Ну, а те деревья, в чьи стволища
Мы вонзили-запустили наши иглы,
Превратятся сразу в отроков прекрасных,
На тебя обличием похожих,
А характером - на содержанье шприцев.
Те, что от крови - те будут полнокровны,
На работу да на удаль тороваты,
Те, что от мозгу - те будут мозговиты,
Воровать, начальствовать сумеют,
Те, что от гною простатного родятся -
Похотливы станут аки вепри,
Заебут, перебрюхатят пол-России...
Тут я с силушкой да с мыслию собрался,
Приподнялся на локтях на полусгнивших
Да спросил сестриц спокоенно-молчащих:
Как же звать вас, милосердные сестрицы?
Черноглазая ответила: Я Вера.
Толстовата-рыжий волос: Я Надежда.
Ну а та, что так задумчива-прозрачна
Отвечала кротко мне: Зовусь Любовью.
Пятой смолк и в изнеможении повалился навзничь в ванну.
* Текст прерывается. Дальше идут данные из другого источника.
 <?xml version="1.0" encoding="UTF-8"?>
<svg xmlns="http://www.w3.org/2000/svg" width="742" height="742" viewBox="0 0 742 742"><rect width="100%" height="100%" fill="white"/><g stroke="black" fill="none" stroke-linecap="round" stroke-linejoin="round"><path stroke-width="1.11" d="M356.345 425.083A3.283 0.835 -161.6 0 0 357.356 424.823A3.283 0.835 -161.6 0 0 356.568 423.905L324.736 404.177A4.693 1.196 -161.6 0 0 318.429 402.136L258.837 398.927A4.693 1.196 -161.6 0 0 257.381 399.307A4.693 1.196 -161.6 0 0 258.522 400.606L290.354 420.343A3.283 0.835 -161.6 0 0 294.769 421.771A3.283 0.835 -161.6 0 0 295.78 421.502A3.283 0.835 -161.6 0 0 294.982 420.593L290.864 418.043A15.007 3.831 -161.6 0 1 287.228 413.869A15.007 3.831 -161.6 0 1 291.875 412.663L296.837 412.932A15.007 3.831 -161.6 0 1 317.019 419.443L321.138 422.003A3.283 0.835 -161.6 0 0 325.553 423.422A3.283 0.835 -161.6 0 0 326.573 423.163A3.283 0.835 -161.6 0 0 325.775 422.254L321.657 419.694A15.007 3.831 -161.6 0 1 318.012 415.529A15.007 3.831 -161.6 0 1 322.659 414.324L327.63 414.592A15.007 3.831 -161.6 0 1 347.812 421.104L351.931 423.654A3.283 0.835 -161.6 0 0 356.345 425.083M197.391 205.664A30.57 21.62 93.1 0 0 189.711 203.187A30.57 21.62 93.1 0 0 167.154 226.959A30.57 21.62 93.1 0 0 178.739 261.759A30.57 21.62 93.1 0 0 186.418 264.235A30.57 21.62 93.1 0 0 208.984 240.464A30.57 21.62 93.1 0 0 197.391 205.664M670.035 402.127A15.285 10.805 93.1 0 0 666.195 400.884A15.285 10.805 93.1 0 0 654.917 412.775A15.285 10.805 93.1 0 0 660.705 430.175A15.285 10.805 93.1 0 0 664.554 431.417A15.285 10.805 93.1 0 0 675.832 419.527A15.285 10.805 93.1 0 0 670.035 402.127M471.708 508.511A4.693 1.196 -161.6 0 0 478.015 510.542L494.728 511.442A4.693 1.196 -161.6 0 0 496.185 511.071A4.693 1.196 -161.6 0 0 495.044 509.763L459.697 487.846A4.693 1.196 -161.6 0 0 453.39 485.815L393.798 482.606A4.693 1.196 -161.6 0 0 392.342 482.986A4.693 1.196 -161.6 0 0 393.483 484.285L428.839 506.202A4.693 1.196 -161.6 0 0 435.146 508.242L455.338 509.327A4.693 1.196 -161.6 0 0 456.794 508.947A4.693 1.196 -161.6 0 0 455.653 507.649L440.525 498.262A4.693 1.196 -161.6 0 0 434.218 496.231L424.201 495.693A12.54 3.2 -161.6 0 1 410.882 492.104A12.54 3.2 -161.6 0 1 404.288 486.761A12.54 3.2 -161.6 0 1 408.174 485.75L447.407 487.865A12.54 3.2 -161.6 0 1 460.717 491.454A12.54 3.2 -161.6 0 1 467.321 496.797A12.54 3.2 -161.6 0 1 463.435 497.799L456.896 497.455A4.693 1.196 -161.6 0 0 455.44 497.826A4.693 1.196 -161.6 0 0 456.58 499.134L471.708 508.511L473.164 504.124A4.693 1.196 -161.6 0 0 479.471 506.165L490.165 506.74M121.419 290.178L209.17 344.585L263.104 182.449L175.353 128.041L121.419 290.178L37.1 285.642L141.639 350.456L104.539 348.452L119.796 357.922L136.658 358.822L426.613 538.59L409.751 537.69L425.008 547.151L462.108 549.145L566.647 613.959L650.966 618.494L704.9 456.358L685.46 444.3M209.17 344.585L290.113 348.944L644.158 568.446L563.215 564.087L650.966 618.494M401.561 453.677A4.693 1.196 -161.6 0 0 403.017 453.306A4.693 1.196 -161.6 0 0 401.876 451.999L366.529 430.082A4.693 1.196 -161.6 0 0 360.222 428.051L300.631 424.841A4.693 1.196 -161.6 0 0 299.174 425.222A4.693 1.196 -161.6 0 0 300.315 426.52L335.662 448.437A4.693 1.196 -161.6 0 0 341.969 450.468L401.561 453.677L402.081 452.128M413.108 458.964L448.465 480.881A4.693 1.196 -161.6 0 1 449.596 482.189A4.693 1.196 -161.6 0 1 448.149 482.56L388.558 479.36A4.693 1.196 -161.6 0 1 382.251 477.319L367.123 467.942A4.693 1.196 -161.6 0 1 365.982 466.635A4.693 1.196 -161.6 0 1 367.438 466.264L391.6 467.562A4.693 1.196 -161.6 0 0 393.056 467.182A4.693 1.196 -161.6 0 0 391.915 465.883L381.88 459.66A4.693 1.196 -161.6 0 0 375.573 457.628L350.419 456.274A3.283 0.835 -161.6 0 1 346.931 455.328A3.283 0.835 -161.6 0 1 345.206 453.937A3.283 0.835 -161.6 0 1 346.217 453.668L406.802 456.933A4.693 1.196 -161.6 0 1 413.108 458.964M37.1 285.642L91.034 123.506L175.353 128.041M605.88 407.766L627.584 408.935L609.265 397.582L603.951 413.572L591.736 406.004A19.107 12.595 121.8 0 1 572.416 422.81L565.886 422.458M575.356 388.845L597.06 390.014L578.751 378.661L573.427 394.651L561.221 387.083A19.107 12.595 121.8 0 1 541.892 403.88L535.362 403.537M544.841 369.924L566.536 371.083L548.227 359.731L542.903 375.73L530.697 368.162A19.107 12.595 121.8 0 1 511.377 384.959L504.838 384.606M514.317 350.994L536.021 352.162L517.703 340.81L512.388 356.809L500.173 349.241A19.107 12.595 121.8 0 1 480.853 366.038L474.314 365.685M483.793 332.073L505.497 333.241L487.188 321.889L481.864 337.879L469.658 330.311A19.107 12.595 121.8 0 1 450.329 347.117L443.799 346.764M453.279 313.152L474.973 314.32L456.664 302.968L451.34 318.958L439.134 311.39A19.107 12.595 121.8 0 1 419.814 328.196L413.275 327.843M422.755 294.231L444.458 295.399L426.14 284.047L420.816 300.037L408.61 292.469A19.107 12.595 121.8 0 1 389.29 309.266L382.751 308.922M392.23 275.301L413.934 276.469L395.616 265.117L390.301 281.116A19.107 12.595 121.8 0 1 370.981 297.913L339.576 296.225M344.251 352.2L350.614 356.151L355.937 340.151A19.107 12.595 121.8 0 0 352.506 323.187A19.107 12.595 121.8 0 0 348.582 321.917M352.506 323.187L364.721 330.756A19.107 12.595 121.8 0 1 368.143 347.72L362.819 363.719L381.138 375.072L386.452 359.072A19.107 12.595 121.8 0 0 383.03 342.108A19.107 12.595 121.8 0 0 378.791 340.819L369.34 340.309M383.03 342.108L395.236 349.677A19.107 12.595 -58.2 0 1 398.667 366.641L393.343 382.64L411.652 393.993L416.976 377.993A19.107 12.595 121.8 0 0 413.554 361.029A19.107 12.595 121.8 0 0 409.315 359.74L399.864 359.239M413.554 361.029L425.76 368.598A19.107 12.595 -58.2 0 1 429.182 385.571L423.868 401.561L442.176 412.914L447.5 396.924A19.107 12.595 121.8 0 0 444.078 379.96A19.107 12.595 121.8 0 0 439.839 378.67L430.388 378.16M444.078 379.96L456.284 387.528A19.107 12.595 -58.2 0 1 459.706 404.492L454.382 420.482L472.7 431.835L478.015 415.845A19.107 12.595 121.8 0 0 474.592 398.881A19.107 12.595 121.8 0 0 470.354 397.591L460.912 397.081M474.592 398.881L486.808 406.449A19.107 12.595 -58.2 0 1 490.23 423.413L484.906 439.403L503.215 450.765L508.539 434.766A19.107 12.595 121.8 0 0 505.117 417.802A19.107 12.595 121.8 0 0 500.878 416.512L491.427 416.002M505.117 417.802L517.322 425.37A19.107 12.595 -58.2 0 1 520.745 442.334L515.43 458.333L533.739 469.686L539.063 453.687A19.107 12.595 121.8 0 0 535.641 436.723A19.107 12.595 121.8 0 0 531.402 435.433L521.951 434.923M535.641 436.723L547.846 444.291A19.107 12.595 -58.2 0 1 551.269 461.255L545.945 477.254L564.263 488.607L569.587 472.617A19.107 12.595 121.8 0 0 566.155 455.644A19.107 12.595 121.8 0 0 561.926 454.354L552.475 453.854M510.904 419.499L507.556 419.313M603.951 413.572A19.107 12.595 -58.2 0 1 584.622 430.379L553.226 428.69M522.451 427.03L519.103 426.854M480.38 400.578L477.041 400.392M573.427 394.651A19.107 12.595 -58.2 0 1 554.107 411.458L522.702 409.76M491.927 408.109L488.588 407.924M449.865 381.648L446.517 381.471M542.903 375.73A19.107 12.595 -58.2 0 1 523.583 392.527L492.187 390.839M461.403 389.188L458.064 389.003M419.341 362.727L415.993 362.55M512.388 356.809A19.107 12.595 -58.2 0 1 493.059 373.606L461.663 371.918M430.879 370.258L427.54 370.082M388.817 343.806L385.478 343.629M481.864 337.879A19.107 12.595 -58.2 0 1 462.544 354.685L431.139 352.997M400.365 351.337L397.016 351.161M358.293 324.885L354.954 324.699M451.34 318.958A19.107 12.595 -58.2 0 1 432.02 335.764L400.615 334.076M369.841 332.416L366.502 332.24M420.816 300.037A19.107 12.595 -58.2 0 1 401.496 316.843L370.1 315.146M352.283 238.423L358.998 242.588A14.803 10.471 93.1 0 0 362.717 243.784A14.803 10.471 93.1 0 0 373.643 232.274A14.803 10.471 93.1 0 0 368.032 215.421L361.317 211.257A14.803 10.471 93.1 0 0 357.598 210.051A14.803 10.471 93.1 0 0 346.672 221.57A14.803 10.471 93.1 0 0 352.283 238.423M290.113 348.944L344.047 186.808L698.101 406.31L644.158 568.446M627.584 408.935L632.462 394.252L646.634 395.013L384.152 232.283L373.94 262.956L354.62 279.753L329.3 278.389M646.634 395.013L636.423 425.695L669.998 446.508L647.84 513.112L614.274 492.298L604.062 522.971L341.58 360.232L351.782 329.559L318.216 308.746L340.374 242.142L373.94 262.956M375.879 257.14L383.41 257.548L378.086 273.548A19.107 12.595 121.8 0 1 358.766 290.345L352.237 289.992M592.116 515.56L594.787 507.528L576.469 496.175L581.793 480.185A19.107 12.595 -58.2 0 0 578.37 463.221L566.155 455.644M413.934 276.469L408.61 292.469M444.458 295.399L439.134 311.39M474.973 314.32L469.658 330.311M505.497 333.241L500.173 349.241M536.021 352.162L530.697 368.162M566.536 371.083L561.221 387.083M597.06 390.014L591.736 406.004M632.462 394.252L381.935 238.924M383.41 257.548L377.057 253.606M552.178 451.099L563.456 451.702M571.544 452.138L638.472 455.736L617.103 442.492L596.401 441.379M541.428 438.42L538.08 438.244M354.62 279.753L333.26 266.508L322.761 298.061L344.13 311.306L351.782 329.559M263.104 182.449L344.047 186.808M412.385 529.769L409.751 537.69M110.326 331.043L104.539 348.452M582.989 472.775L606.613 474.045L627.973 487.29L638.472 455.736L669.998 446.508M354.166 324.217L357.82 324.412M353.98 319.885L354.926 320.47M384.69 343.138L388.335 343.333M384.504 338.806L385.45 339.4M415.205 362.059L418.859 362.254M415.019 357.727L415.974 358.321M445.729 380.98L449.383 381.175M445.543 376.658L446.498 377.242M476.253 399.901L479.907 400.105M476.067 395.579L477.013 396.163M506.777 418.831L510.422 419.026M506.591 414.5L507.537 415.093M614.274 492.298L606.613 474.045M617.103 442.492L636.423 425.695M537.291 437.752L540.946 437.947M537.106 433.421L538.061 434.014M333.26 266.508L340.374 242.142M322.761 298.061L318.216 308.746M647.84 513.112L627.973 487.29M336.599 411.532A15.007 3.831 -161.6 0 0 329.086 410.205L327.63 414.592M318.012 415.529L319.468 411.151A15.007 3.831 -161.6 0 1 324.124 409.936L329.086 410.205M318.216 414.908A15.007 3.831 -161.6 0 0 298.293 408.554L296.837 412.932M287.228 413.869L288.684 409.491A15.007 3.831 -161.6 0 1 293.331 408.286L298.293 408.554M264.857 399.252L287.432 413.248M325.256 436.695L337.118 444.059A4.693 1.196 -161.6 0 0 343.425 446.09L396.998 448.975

Зал неистовствовал; все встали, овация сотрясала театр. На сцену полетели цветы.
- Пятой! Пятой! Пятой! - скандировала галерка Члены правительства тоже встали.
- Вот как надо петь, Клим! - толкнул локтем седобородый Маленков невысокого
задумчиво хлопающего Ворошилова.
- Наши песни сложнее, - улыбнулся Ворошилов; умное, тяжелой лепки лицо его с
решительным подбородком, упрямыми губами и тончайшей полоской усов под горбатым
носом казалось совершенно непроницаемым и равнодушным к народному ликованию; но
в прищуренных глазах светилась неподдельная радость.
- Необходимо немедленно ехать к Сталину, - сказал Берия Молотову
- Да, да. Конечно... - Молотов оглянулся. - Анастас, Клим, поехали к Сталину
Каганович, Маленков и Булганин с готовностью посмотрели на Молотова.
- Товарищи, вас я прошу остаться. Концерт продолжается, не хорошо, если мы уедем
все сразу.
- Дорогой, это до утра? - спросила жена Молотова.
- Вероятно, милая, - он быстро поцеловал ей руку и тепло улыбнулся сидящей рядом
супруге Берии - полноватой даме с невыразительным, но всегда приветливым лицом.
Четверо попрощались с оставшимися, оделись и вышли из ложи. Охрана, состоящая из
младших офицеров госбезопасности, быстро двинулась следом, рассыпалась по
пустому коридору
- Слава Богу, что без жертв, - на ходу перекрестился Молотов.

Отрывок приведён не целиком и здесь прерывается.